I worry that my new grandson will grow up in a cyber world society where I will no longer be able to enjoy precious moments with him, without our time together being invaded by the intrusion of technology. Will it be a world for him where real interaction takes second place to that on Facebook? You see people at dinner parties, birthdays, weddings that are heavily into social media using their mobile where they never seem to be present entirely in the moment. I'm not convinced yet that meaningful social bonds can be built in this abbreviated way and at arm's-length. I'm worried that language may suffer, as we get more and more used to txt speaking and the ubiquitous PowerPoint with its monosyllabic dot points.

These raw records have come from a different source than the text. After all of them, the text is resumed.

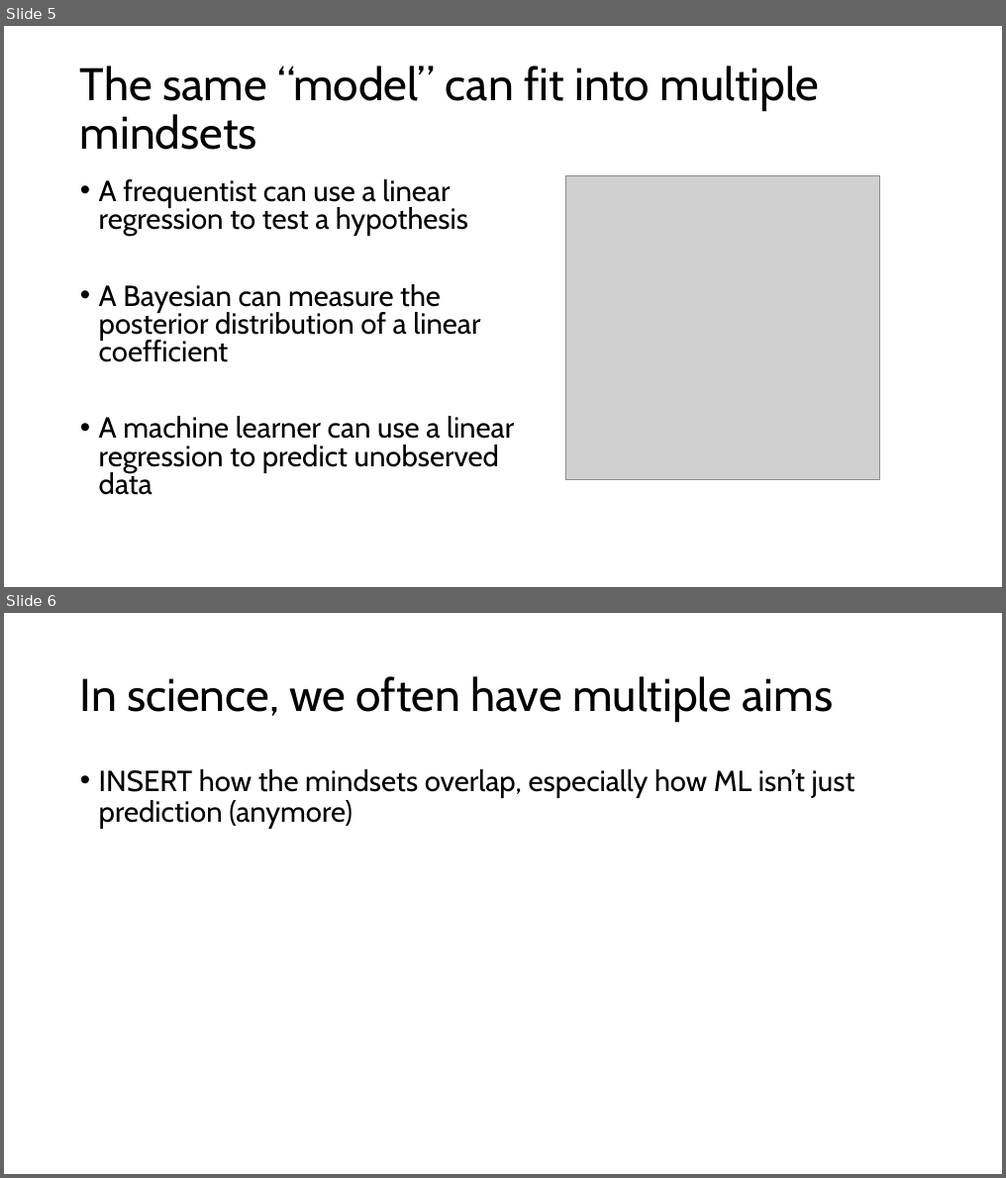
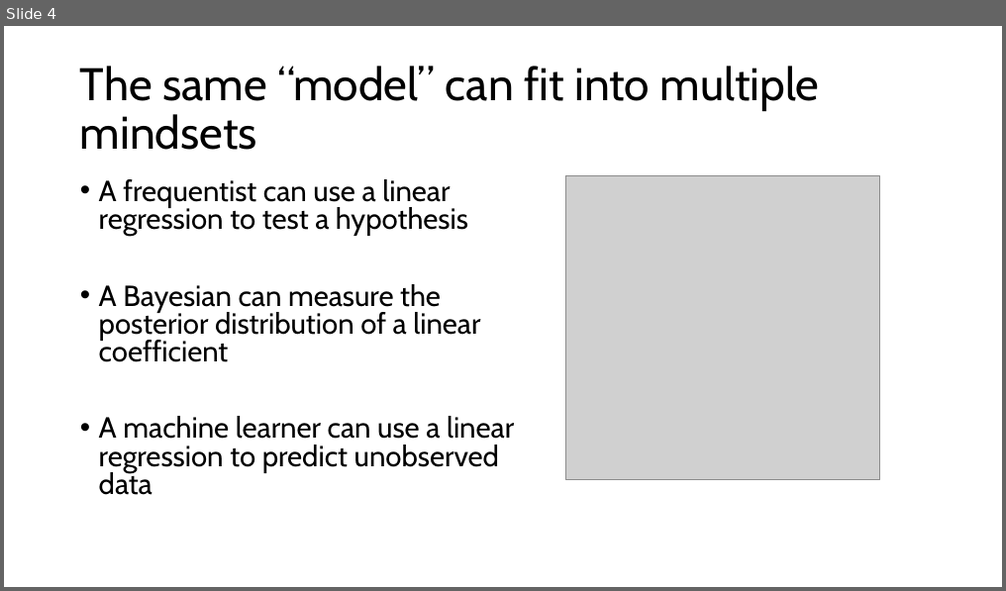
Before and after one commit to grantvagle/ml_methods_workshop, a slide deck: slides/01_what_is_ml.pptx. Shown one above the other, each under a label of ours: slides 5 and 6 before the commit, slide 4 after it. The pictures are 1006x1178 and 1006x591 pixels, drawn with LibreOffice and Linux fonts; fonts in the diff are those of the drawing; grey boxes stand for pictures. Boxes give left, top, right and bottom in pixels: in the first picture for what was removed or moved away, otherwise in the second. Text is boxed around its words. In the diff, an @@ line names an element or a change of style, - is before the commit and + after.

```diff
--- a/slides/01_what_is_ml.pptx
+++ b/slides/01_what_is_ml.pptx
@@ slide 6 removed at (x1=4, y1=613, x2=1002, y2=1174), background #FFFFFF @@
@@ title removed at (x1=80, y1=676, x2=834, y2=722) @@
-In science, we often have multiple aims
@@ text removed at (x1=99, y1=769, x2=855, y2=829) @@
-• INSERT how the mindsets overlap, especially how ML isn’t just prediction (anymore)
@@ what was slide 5 is now slide 4 @@
```
Also in this commit, not shown: 5 slides changed, 15 slides added, 2 other slides removed.

You may have already tired of this blog post and “ bounced” me out of your mind space. Maybe you’ll be speed-reading or skimming, but it's unlikely that you're really taking in what I'm talking about or thinking it through. I feel we are losing our ability to consider things and more importantly we are sacrificing individual IQ for collective intelligence. Where will the next big deep thinkers come from and does the social web kill individual genius? I am saddened by the fact that we are fast breeding a culture where individual intelligence is sacrificed for the all-powerful global brain.
Of course social media is a fantastic tool and allows us to share like never before. But we as a race are at risk of becoming more and more communicative through those 140 characters online; bouncing across short news items, ignoring the editorials that help us form opinions of our own. And, as our children spend more time online, I think we are creating a society that knows lots about little, but little about lots.